Picture 3 - explanation of basic LEB128 in a drawing form; red bits are signalling bits, green bits are data bits. Input value is 0xFF (256), output value is 0xFF01 # from src/int.sh # int2varint(int) function int2varint() { local a local b local c local out out=$(printf '%02x' "$1") if [[ $1 -lt 128 ]]; then : elif [[ $1 -lt 16384 ]]; then a=$(($1%128)) b=$(($1/128)) out=$(printf "%02x" $((a+128)))$(printf "%02x" $b) elif [[ $1 -lt $((128*128*128)) ]]; then a=$(($1%128)) c=$((($1/128)%128)) b=$(($1/16384)) out=$(printf "%02x" $((a+128)))$(printf "%02x" $((c+128)))$(printf "%02x" $b) fi echo -n "$out" }

I've had problems translating the reference implementation to Bash, so instead I played with the protocol enough to write my own from scratch. I figured out that it was basically a modulo and a division in a trenchcoat, which I used to my advantage in the code snippet above.

I took a more contemporary approach on the decoder, using an AND, and then multiplying the result - similarly to how the reference did it.

LEB128 definitely wasn't the hardest or the most annoying to implement (that one goes to IEEE754 floating point); I still don't like how it is sprinkled in random places inside the protocol, interleaved with regular ints (and longs), and in some cases even signed shorts.

IEEE 754 Floating Point numbers

I'm not a math person. When I see the exponential notation spewed out by Python, I scream and run. This may be the main cause of why I hated implementing these floating point converters. I won't be going too deep into specifics of how this format works - instead, I recommend you check out this wikipedia page.

The basic implementation requires a loop, inside of which there's a negative power applied to the result; Bash doesn't natively support negative powers, which sent me on a trip to find a utility that does.

A suggestion I found while duckduckgoing was to use perl, but I consider that cheating. Alternatively, tried using `bc`, but it seems that either it doesn't support powers at all, or the busybox version does not. Bummer.

When I was about to give up, I got reminded that Kate once made a plot program in awk. Surely, awk has powers? ~~Maybe even super cow powers?~~ It turns out that it does!

$ echo '' | awk '{print (2**-1)}' 0.5

With this knowledge, I scribbled a working implementation and attached it to data decoded from the Player Move packet. In a trial run, the client sent around 50-100 packets like that, each one with three doubles (X, Y, Z). It turned out that the conversion function was so slow, that the server wasn't done with that workload after multiple minutes - something rather unacceptable for a real-time game.

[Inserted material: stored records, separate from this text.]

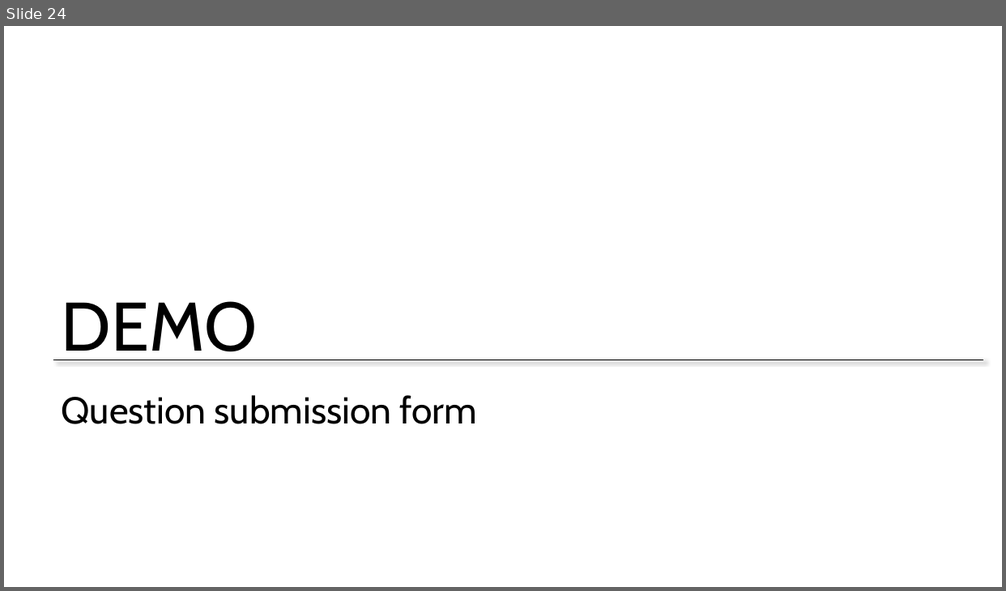
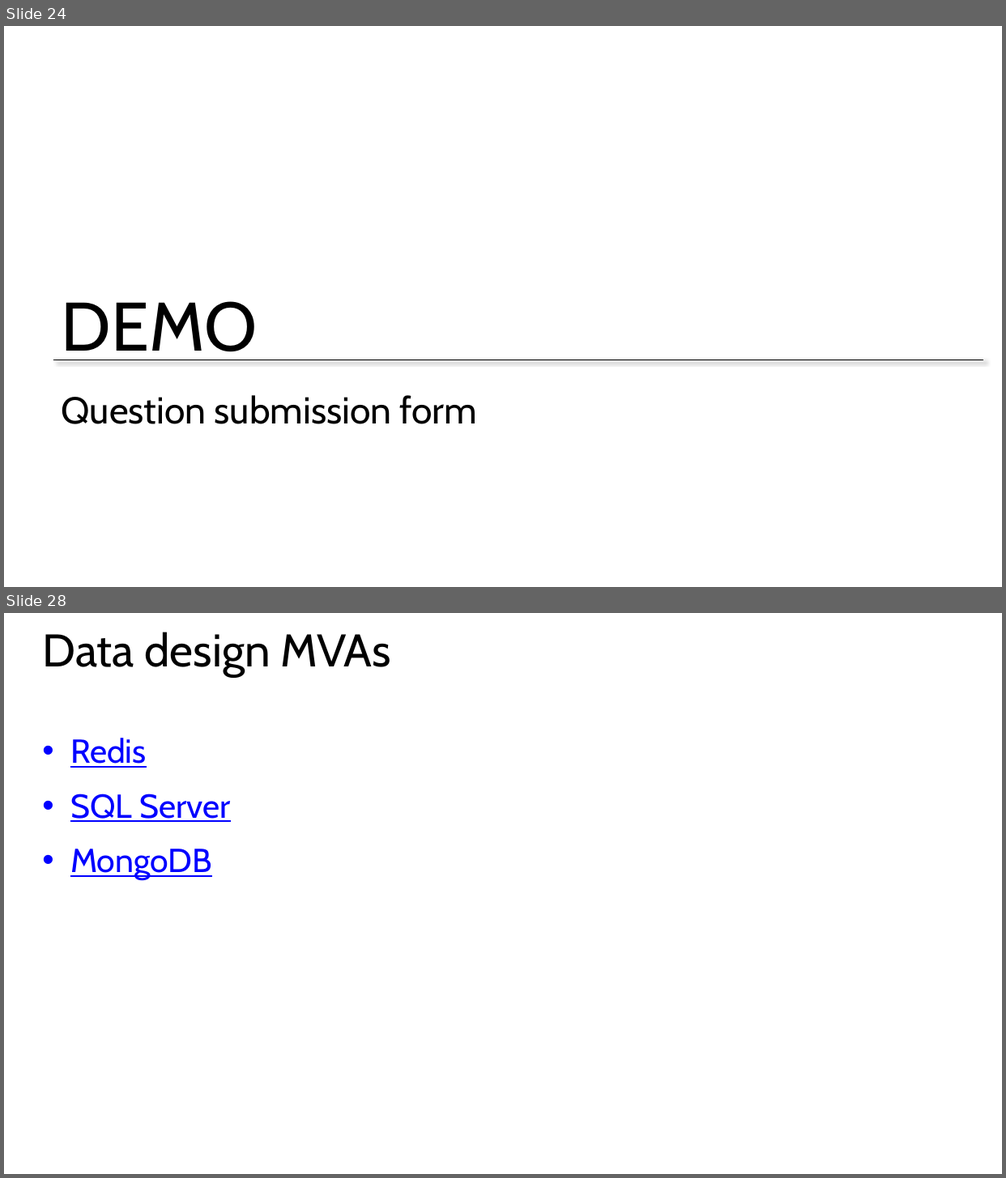
Before and after one commit to mkscala/AdvancedFlask, a slide deck: Slides/Module 6 - Introduction to Bootstrap.pptx. Shown one above the other, each under a label of ours: slide 24 before the commit, slides 24 and 28 after it; the slides between them are not shown. The pictures are 1006x591 and 1006x1178 pixels, drawn with LibreOffice and Linux fonts; fonts in the diff are those of the drawing; background and template pictures are left out. Boxes give left, top, right and bottom in pixels: in the first picture for what was removed or moved away, otherwise in the second. Text is boxed around its words. In the diff, an @@ line names an element or a change of style, - is before the commit and + after.

```diff
--- a/Slides/Module 6 - Introduction to Bootstrap.pptx
+++ b/Slides/Module 6 - Introduction to Bootstrap.pptx
@@ slide 28 added at (x1=4, y1=613, x2=1002, y2=1174), background #FFFFFF @@
@@ title added at (x1=43, y1=632, x2=392, y2=677), 44 pt, text #000000 @@
+Data design MVAs
@@ text added at (x1=70, y1=738, x2=230, y2=880), 32 pt, text #0000FF, underline @@
+• Redis
+• SQL Server
+• MongoDB
```
Also in this commit, not shown: 2 slides changed, 5 other slides added, 1 slide removed, 1 other file.

The easiest solution to lowering the response time would be lowering the amount of calls to external binaries, such as awk. As most of my workload was already inside a bash `for` loop, I just moved the loop inside `awk`, which has saved me literally tens of calls to awk.

# (...) asdf=$(cut -c 13-

The conversion is still quite slow (it takes ~10ms on my Xeon E5-2680v2), but this is to be expected with bash scripts. For a cheap comparsion, the old version took around 350ms, but I don't have solid measurements to prove that. ~~still, 35x faster, woo!~~

"Position" data type

Finally, something made up by Mojang themselves! Position is a 64-bit Long value, where three coordinates are stored alongside each other: X gets 26 most significant bits, Z gets 26 middle bits, Y gets 12 least significant bits. I'm not the biggest fan of weird data types like this one, but it was crazy easy to implement in Bash, because it has all the needed bitshift operators.

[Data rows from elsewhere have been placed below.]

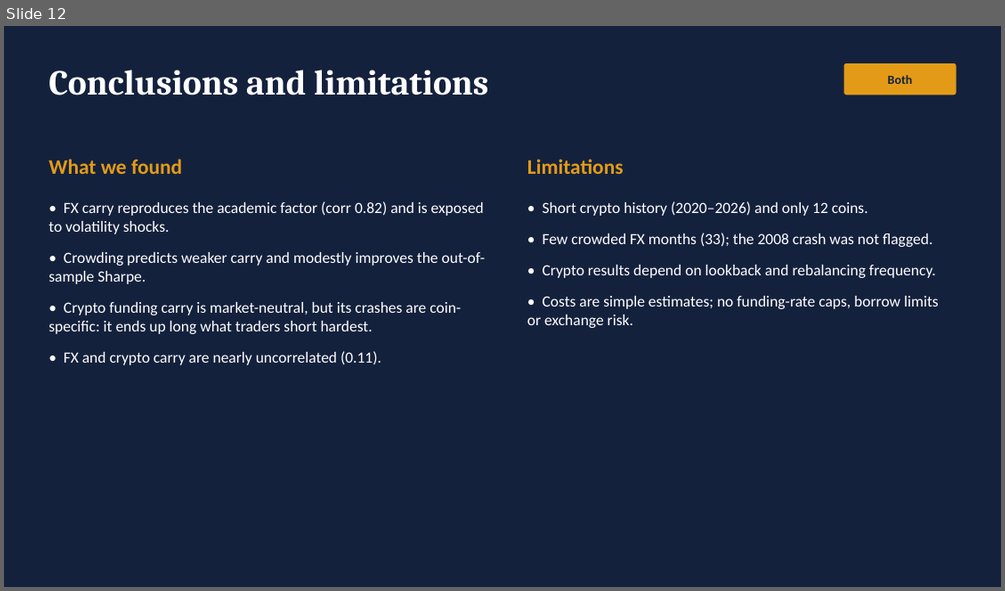
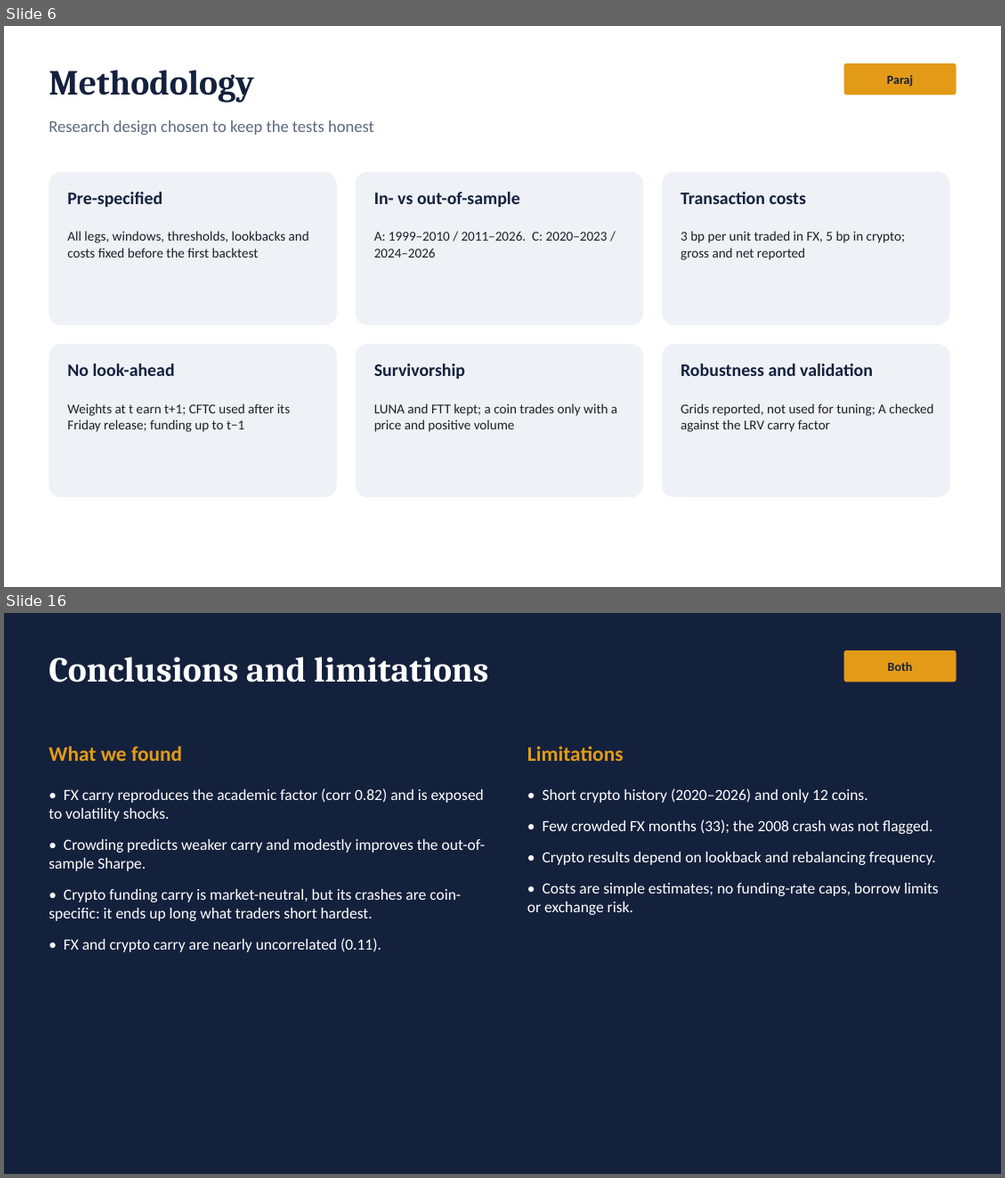
Before and after one commit to rezazamani2329/currency-crypto-carry, a slide deck: slides/presentation.pptx. Shown one above the other, each under a label of ours: slide 12 before the commit, slides 6 and 16 after it; the slides between them are not shown. The pictures are 1005x591 and 1005x1178 pixels, drawn with LibreOffice and Linux fonts; fonts in the diff are those of the drawing. Boxes give left, top, right and bottom in pixels: in the first picture for what was removed or moved away, otherwise in the second. Text is boxed around its words. In the diff, an @@ line names an element or a change of style, - is before the commit and + after.

```diff
--- a/slides/presentation.pptx
+++ b/slides/presentation.pptx
@@ slide 6 added at box(4, 26, 1001, 587), background #FFFFFF @@
@@ text added at box(48, 70, 254, 103), 34 pt, text #14213D, bold @@
+Methodology
@@ rounded rectangle added at box(844, 63, 956, 95), fill #E39B17, 12 pt, text #14213D, bold @@
+Paraj
@@ text added at box(48, 120, 374, 135), 16 pt, text #5C677D @@
+Research design chosen to keep the tests honest
@@ rounded rectangle added at box(48, 172, 337, 325), fill #EEF1F6 @@
@@ rounded rectangle added at box(356, 172, 643, 325), fill #EEF1F6 @@
@@ rounded rectangle added at box(662, 172, 950, 325), fill #EEF1F6 @@
@@ text added at box(67, 192, 162, 207), 17 pt, text #14213D, bold @@
+Pre-specified
@@ text added at box(374, 192, 520, 207), 17 pt, text #14213D, bold @@
+In- vs out-of-sample
@@ text added at box(680, 192, 806, 204), 17 pt, text #14213D, bold @@
+Transaction costs
@@ text added at box(67, 231, 309, 257), 13 pt, text #1B1F27 @@
+All legs, windows, thresholds, lookbacks and costs fixed before the first backtest
@@ text added at box(374, 232, 607, 257), 13 pt, text #1B1F27 @@
+A: 1999–2010 / 2011–2026. C: 2020–2023 / 2024–2026
@@ text added at box(680, 231, 905, 260), 13 pt, text #1B1F27 @@
+3 bp per unit traded in FX, 5 bp in crypto; gross and net reported
@@ rounded rectangle added at box(48, 344, 337, 497), fill #EEF1F6 @@
@@ rounded rectangle added at box(356, 344, 643, 497), fill #EEF1F6 @@
@@ rounded rectangle added at box(662, 344, 950, 497), fill #EEF1F6 @@
@@ text added at box(67, 363, 175, 376), 17 pt, text #14213D, bold @@
+No look-ahead
@@ text added at box(374, 363, 465, 378), 17 pt, text #14213D, bold @@
+Survivorship
@@ text added at box(680, 363, 873, 376), 17 pt, text #14213D, bold @@
+Robustness and validation
@@ text added at box(67, 403, 290, 432), 13 pt, text #1B1F27 @@
+Weights at t earn t+1; CFTC used after its Friday release; funding up to t−1
@@ text added at box(374, 403, 617, 432), 13 pt, text #1B1F27 @@
+LUNA and FTT kept; a coin trades only with a price and positive volume
@@ text added at box(680, 403, 933, 432), 13 pt, text #1B1F27 @@
+Grids reported, not used for tuning; A checked against the LRV carry factor
@@ what was slide 12 is now slide 16 @@
```
Also in this commit, not shown: 11 slides changed, 3 other slides added, 2 other files.

The worst part about this data type is that it doesn't actually get used much. Around half of the packets store X, Y and Z coordinates as separate Double vaules. This means that:

  • the location data suddenly grew from 64 bits to 192 bits per packet
  • we get 9 digits of floating point accuracy, if we assume that we're only ever going to need numbers up to 30 000 000 (where the world border is at by default)
  • the protocol gets messy, with ~~two~~ three (or more) different number formats

I kinda see the reasoning as to why it's like that, but I still don't like the current state. Normal server communication uses zlib anyways, and you realistically won't ever need more than two (or maybe three max) digits of decimal precision to describe a position within a block.

Named Binary Tag

Lastly, there's the NBT format, also an internal thing made by Mojang Hatsune Miku herself. NBT is like JSON, but for binary data. Not unlike JSON, it gets abused to store arbitrary data beyond spec - for example, Mojang stores bitstreams of variable length as an array of Longs; if such array isn't long-aligned, or even byte-aligned, the last Long is padded with zeroes.

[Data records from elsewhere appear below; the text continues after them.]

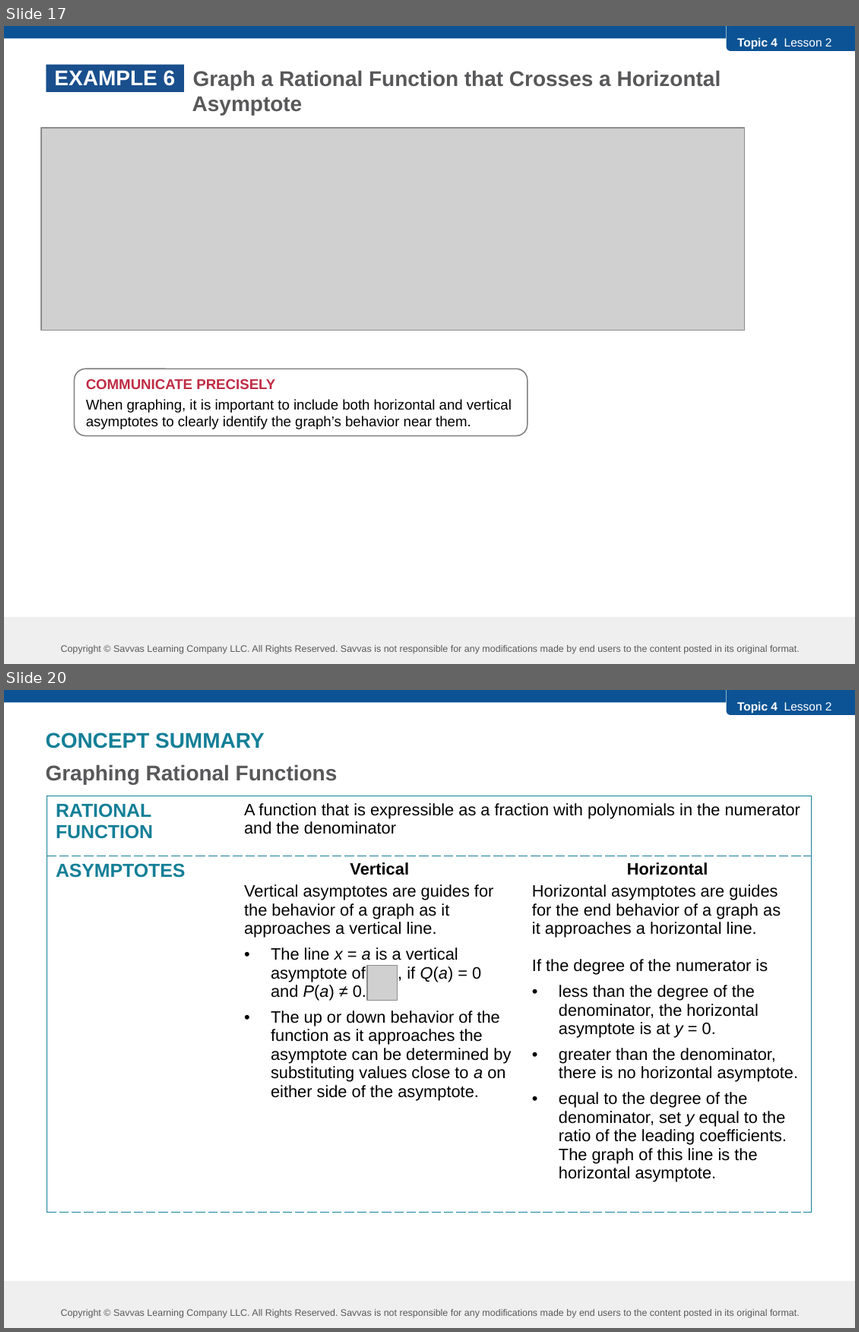
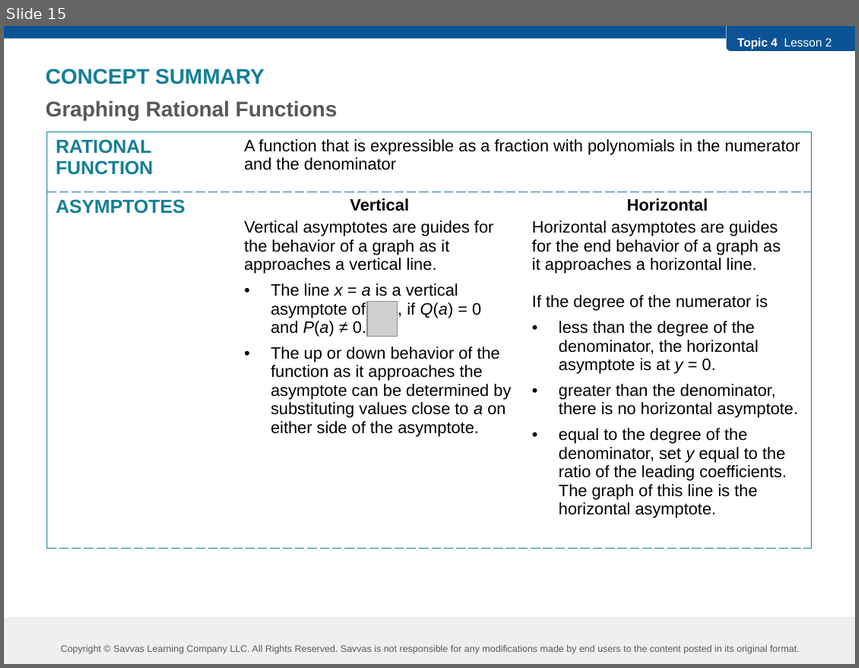
Before and after one commit to robjohncolson/feb25-25, a slide deck: l4-2.pptx. Shown one above the other, each under a label of ours: slides 17 and 20 before the commit, slide 15 after it; the slides between them are not shown. The pictures are 859x1332 and 859x668 pixels, drawn with LibreOffice and Linux fonts; fonts in the diff are those of the drawing; grey boxes stand for pictures. Boxes give left, top, right and bottom in pixels: in the first picture for what was removed or moved away, otherwise in the second. Text is boxed around its words. In the diff, an @@ line names an element or a change of style, - is before the commit and + after.

```diff
--- a/l4-2.pptx
+++ b/l4-2.pptx
@@ slide 17 removed at box(4, 26, 855, 664), background #FFFFFF; not listed: 5 template elements that a slide beside it also shows @@
@@ rectangle removed at box(47, 64, 184, 91) @@
-EXAMPLE 6
@@ text removed at box(192, 70, 721, 115) @@
-Graph a Rational Function that Crosses a Horizontal
-Asymptote
@@ picture removed at box(41, 128, 744, 331) @@
@@ rounded rectangle removed at box(75, 369, 528, 436) @@
-COMMUNICATE PRECISELY
-When graphing, it is important to include both horizontal and vertical asymptotes to clearly identify the graph’s behavior near them.
@@ what was slide 20 is now slide 15 @@
```
Also in this commit, not shown: 9 slides changed, 5 slides added, 9 other slides removed, 5 other files.

At one point I've had a NBT parser implementation implemented almost fully, but I decided it was not worth the hassle to finish it. The code is currently lost, due to my extensive use of tmpfs as a project directory, and a system crash.

Writing the actual server

With all the math out of the way, here comes the *actually fun* part. I documented some of my adventures on Twitter, but that thread was merely a glimpse on the actual development process. Also, let's assume that we already have the Server Ping packet out of our way, and it's a matter of actually making the game joinable now.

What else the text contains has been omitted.